L’ultima novità è puramente tecnica ed è il limite al 1° gennaio 2020 per la costruzione delle automobili in gara. L’anno passato il limite era l’inizio del 2018 e, in un solo anno, la FIA ha scelto di eliminare due annate di produzione.

Tra qualche giorno sarà pubblicata la lista dei partenti della prima gara e sarà un’utile indicazione per provare a individuare quali team saranno impegnati nell’intera stagione. Probabile una presenza importante di team iberici sotto le bandiere di Portogallo, Spagna e Andorra.

Tra questi il più esperto è quello basco Conde-Sergnese, con due mondiali in bacheca, e quello lusitano Silva-Ramalho, terzi nel 2025. Tra i portoghesi gareggeranno sicuramente almeno nelle gare iberiche anche le coppie Carpinteiro-Figueiredo e Serrano-Tavares, mentre saranno presenti in molte tappe mondiali anche i galiziani Fernández-Fernández.

Già annunciato il ritorno dei francesi Malga-Bonnel, ma attenzione alla promozione nella categoria principale di piloti e copiloti del calibro di Stricher, Le Borgne o Guigou. Al via con un’auto competitiva gli svizzeri Ott-Ott, rivelazione nella regolarità della stagione 2025.

Nel mondo ceco, oltre ai due volti iridati Žďárský-Nábělek, hanno dimostrato il proprio valore anche le coppie Korený-Bohumská e Bydžovský-Timura. L’Europa orientale porterà in gara anche i bulgari Dedikov-Dedikova e gli sloveni Špacapan-Kobal.
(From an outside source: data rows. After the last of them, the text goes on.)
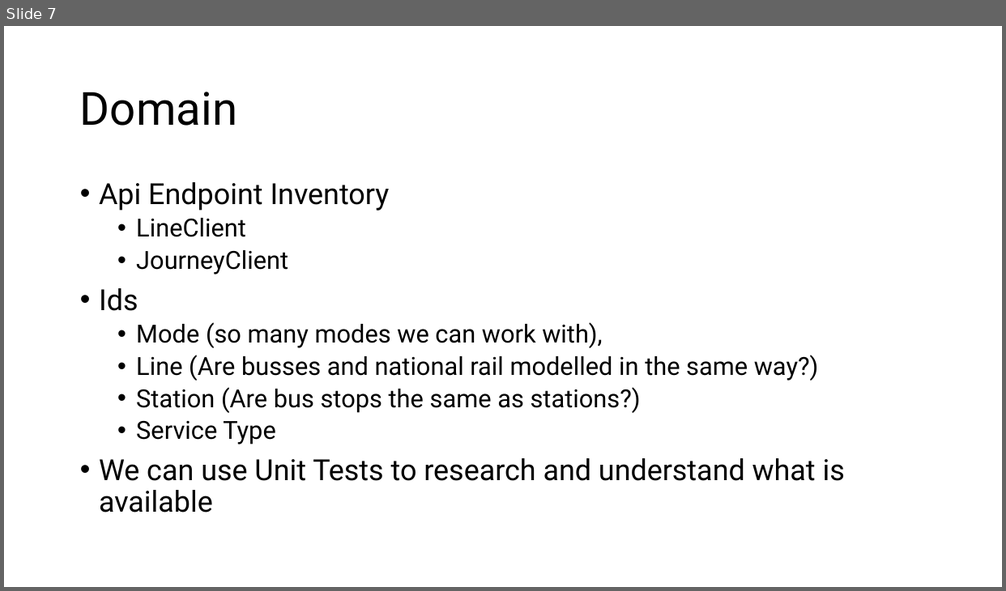
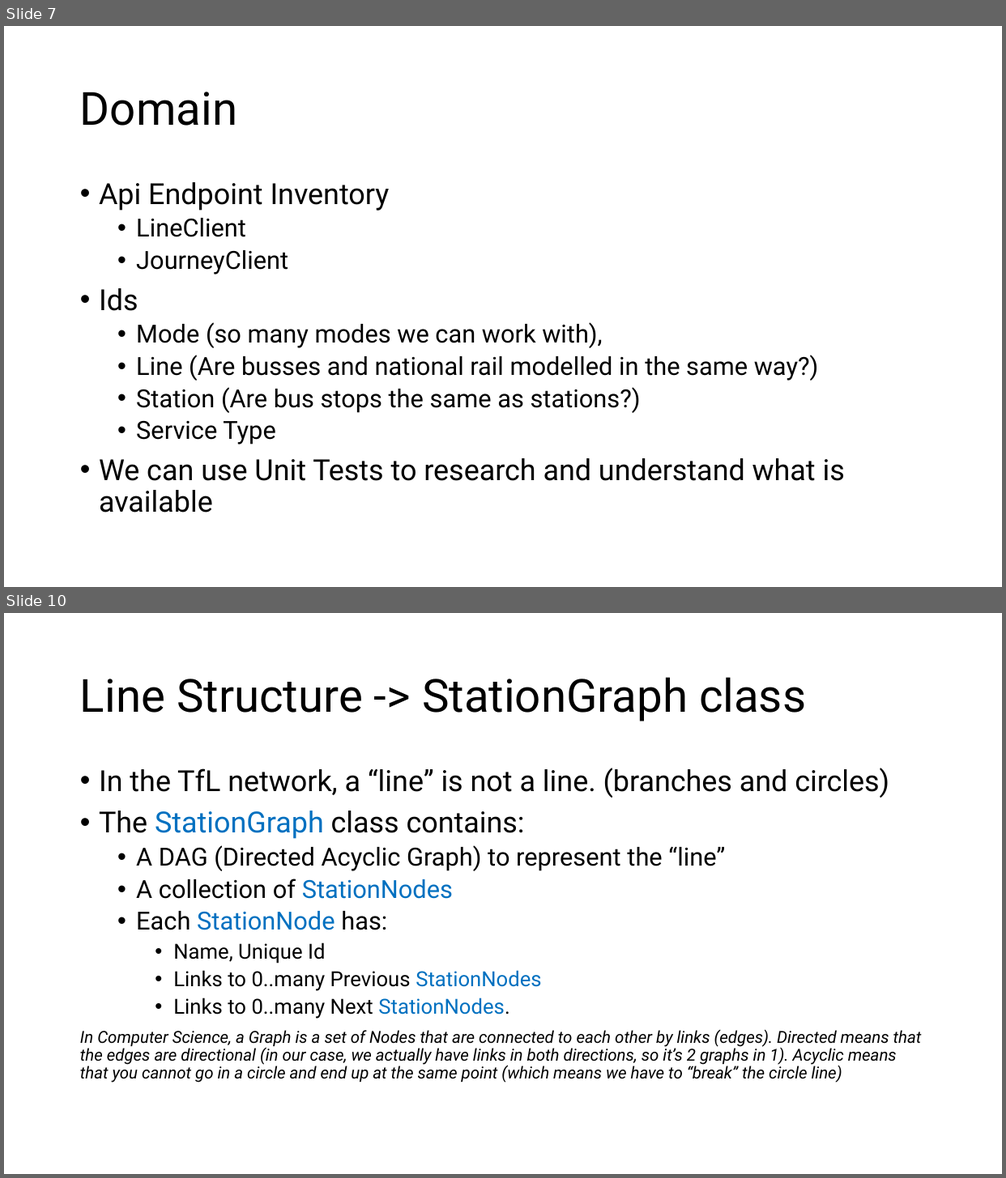
Before and after one commit to wai-t/CSIntro, a slide deck: ClassNotes/The Tfl Project.pptx. Shown one above the other, each under a label of ours: slide 7 before the commit, slides 7 and 10 after it; the slides between them are not shown. The pictures are 1006x591 and 1006x1178 pixels, drawn with LibreOffice and Linux fonts; fonts in the diff are those of the drawing. Boxes give left, top, right and bottom in pixels: in the first picture for what was removed or moved away, otherwise in the second. Text is boxed around its words. In the diff, an @@ line names an element or a change of style, - is before the commit and + after.

```diff
--- a/ClassNotes/The Tfl Project.pptx
+++ b/ClassNotes/The Tfl Project.pptx
@@ slide 10 added at [4,613,1002,1174], background #FFFFFF @@
@@ title added at [80,677,806,722], 44 pt, text #000000 @@
+Line Structure -> StationGraph class
@@ text added at [80,768,922,1083], 16 pt, text #000000, italic @@
+• In the TfL network, a “line” is not a line. (branches and circles)
+• The StationGraph class contains:
+  • A DAG (Directed Acyclic Graph) to represent the “line”
+  • A collection of StationNodes
+  • Each StationNode has:
+    • Name, Unique Id
+    • Links to 0..many Previous StationNodes
+    • Links to 0..many Next StationNodes.
+In Computer Science, a Graph is a set of Nodes that are connected to each other by links (edges). Directed means that the edges are directional (in our case, we actually have links in both directions, so it’s 2 graphs in 1). Acyclic means that you cannot go in a circle and end up at the same point (which means we have to “break” the circle line)
```
Also in this commit, not shown: 8 other slides added.

Per quanto riguarda l’Italia c’è un importante ritorno dei propri alfieri nel panorama internazionale. Sicuramente già al via in Spagna il pilota di Formula Uno Stefano Modena e senz’altro presenti in alcune gare anche Pietro Gasparri e Matteo Rigamonti, in attesa di sapere con certezza i progetti 2026 di Guido Guerrini e Artur Prusak, campioni del mondo in carica che gareggiano con i colori di San Marino.

Guido Guerrini conclude la Dakar

Dopo uno straordinario 2025 sportivo, Guido Guerrini, pilota e copilota con licenza sammarinese FAMS, ha portato a termine la sua prima Dakar. Il risultato sportivo non lascerà il segno negli annuari della gara, ma essere riuscito a concludere il rally ha un valore importante sia come esperienza per il futuro sia come arricchimento personale. Insieme al pilota Lorenzo Delladio su Porsche 959 Dakar Evo, Guerrini ha raccolto un ottantaduesimo posto, quarantesimo di categoria, rischiando in più di un’occasione di compromettere la gara.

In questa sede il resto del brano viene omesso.